(Records from a data source)
BEGIN
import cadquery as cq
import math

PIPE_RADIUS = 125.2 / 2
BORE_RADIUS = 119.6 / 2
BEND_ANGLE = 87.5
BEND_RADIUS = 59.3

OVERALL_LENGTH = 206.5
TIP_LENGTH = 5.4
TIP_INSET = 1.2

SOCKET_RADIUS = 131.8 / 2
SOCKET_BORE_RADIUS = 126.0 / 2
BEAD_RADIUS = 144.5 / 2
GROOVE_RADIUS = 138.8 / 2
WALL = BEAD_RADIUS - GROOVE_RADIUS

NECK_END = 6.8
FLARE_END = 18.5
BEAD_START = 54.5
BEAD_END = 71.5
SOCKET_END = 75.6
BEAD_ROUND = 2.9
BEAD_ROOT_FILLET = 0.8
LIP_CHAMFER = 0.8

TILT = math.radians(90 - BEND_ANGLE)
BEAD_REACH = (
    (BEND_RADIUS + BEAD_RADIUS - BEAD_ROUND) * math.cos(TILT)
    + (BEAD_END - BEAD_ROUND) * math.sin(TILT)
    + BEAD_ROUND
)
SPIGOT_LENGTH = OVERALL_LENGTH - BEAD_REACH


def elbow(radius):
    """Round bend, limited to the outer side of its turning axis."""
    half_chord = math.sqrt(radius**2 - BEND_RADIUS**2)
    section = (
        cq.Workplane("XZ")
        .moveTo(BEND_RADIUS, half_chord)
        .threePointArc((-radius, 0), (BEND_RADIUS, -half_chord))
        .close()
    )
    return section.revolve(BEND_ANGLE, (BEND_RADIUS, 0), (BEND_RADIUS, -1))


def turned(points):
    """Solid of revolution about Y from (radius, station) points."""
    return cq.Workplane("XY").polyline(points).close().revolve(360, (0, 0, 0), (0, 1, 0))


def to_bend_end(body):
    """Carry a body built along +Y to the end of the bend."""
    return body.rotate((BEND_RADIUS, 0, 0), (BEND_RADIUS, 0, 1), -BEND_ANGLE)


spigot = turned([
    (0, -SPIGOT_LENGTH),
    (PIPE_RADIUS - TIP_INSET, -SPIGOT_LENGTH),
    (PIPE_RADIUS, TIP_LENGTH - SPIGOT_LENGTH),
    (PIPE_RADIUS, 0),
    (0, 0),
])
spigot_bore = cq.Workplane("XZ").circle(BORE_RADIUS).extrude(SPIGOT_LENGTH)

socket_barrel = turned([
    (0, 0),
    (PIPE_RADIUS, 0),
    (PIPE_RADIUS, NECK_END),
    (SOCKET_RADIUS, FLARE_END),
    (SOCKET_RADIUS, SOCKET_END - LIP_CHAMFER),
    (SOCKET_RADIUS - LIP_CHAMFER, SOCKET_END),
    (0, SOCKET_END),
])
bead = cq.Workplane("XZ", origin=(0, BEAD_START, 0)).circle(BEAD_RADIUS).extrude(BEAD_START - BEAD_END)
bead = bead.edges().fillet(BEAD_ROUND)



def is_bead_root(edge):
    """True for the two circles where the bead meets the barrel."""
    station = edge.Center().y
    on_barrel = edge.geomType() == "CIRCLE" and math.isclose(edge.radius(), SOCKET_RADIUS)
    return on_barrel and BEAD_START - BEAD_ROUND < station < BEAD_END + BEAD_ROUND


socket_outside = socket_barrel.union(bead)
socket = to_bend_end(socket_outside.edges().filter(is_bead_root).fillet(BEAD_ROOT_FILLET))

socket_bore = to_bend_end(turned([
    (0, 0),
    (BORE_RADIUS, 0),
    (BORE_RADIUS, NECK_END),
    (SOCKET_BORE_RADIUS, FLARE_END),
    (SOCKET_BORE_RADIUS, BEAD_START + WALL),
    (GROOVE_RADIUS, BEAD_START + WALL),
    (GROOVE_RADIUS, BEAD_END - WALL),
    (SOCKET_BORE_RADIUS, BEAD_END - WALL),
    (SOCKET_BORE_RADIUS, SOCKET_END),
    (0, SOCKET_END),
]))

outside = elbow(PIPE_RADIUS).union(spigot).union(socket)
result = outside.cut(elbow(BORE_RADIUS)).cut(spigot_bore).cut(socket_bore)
END
→ To do
Give the number of lines in the entries that contain "turned", and add nothing.

→ Answer to this task
4